• [Task statement]:
The answer must consist of every line in the data that contains "union".

--- START ---

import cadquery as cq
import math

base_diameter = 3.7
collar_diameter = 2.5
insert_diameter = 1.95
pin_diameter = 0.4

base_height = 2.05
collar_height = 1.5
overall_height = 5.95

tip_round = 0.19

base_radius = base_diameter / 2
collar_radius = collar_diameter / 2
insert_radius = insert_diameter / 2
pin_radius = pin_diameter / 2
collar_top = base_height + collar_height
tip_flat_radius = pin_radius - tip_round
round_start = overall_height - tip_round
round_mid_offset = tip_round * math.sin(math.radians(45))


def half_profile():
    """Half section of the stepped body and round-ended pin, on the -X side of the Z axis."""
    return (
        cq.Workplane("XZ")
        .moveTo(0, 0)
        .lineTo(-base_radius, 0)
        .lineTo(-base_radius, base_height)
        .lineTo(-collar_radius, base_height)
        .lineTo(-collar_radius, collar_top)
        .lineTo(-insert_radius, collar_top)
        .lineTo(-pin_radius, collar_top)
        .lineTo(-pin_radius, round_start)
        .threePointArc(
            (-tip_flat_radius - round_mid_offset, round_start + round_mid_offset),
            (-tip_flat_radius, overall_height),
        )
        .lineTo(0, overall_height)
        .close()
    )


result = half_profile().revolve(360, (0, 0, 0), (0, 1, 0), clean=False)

--- END ---
--- START ---

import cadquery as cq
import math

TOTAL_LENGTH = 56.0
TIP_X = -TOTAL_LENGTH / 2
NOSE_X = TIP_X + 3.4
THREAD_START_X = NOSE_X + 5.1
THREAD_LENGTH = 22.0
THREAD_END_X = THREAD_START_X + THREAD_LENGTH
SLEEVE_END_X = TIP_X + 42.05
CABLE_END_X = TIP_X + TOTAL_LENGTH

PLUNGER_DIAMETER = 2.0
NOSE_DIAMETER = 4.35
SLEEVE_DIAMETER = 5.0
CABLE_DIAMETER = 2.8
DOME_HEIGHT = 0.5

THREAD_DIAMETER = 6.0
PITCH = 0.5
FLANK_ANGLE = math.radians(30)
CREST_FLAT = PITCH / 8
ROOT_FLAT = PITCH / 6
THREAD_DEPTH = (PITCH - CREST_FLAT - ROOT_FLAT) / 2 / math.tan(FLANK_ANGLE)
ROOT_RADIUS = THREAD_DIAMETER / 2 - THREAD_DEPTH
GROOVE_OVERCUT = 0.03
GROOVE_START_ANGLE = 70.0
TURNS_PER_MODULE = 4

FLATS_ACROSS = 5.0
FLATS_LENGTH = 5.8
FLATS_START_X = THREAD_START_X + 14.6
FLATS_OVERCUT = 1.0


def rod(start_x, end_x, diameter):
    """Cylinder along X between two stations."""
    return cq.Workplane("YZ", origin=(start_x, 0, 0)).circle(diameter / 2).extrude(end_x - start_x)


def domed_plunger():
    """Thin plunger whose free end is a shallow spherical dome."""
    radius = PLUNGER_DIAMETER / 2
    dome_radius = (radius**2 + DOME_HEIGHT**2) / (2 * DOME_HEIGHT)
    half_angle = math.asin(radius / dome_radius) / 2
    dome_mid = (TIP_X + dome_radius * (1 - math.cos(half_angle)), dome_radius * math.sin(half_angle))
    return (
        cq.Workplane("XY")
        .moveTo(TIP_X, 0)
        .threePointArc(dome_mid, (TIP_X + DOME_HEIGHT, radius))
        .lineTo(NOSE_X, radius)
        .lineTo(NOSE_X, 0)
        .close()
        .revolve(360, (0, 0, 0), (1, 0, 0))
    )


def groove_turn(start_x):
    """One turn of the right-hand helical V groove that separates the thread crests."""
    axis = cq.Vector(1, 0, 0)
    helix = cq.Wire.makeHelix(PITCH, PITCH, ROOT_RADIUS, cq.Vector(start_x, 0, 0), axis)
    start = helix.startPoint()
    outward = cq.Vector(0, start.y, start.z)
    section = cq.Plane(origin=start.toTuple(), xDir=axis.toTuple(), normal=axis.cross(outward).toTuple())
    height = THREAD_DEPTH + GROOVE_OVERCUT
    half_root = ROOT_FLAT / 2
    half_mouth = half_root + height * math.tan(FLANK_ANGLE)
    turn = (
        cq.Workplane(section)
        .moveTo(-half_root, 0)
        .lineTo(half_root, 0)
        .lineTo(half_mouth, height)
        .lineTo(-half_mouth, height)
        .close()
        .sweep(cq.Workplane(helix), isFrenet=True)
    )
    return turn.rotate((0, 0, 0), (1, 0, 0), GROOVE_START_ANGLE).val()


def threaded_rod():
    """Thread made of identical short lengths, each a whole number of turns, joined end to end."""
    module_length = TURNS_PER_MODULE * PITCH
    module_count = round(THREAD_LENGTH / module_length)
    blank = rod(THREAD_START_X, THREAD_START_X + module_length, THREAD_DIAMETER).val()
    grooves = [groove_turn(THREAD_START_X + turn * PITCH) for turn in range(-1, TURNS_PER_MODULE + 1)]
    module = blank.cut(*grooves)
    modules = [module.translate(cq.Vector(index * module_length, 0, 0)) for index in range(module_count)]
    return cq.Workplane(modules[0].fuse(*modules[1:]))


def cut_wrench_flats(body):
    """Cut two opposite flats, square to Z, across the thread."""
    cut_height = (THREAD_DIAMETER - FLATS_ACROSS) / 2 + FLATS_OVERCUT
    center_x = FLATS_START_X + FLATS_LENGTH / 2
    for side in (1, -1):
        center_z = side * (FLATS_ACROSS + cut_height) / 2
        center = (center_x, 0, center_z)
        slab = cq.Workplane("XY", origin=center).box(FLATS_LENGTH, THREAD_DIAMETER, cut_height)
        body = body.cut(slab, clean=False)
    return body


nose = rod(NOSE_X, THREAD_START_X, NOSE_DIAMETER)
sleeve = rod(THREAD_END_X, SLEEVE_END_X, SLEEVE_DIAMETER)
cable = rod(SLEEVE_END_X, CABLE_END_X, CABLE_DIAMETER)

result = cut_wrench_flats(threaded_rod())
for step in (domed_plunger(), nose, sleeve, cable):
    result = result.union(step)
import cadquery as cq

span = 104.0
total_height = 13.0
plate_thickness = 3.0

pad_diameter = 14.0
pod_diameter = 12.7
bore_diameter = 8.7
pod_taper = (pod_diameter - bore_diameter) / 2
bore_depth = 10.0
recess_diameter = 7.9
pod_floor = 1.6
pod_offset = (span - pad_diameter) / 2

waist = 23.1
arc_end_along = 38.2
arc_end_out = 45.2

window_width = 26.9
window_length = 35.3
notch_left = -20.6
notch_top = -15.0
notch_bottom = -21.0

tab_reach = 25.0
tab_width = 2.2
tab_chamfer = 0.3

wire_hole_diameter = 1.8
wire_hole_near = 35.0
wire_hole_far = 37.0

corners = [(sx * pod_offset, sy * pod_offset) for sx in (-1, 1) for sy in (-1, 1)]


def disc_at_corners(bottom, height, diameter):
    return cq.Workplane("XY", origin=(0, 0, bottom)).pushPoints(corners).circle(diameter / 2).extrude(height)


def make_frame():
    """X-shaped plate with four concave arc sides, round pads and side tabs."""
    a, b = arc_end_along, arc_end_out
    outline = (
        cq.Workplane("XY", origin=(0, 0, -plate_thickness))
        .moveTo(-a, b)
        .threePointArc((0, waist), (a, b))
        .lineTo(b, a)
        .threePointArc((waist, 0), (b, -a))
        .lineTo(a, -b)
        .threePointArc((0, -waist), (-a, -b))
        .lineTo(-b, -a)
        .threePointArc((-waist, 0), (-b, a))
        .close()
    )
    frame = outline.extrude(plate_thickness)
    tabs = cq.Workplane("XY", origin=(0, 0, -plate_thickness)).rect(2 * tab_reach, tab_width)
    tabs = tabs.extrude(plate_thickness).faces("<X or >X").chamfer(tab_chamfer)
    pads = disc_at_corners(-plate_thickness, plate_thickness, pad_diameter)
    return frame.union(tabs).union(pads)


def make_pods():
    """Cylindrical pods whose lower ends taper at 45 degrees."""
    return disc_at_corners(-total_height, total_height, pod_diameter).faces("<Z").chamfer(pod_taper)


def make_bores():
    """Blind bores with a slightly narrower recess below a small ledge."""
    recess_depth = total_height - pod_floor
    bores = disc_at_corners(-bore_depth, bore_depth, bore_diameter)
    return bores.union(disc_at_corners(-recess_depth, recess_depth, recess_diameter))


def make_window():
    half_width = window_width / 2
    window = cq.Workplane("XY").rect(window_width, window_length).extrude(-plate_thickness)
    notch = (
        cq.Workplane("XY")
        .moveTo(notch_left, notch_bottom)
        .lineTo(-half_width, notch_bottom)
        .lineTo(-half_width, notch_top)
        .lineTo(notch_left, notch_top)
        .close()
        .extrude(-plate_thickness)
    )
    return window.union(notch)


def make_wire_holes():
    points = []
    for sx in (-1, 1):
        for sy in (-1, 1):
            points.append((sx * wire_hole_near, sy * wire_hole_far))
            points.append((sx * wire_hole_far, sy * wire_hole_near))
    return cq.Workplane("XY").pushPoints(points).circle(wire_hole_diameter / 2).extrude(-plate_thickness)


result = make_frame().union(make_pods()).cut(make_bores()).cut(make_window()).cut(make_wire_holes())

--- END ---

• [Reply to the exercise]:
    result = result.union(step)
    return frame.union(tabs).union(pads)
    return bores.union(disc_at_corners(-recess_depth, recess_depth, recess_diameter))
    return window.union(notch)
result = make_frame().union(make_pods()).cut(make_bores()).cut(make_window()).cut(make_wire_holes())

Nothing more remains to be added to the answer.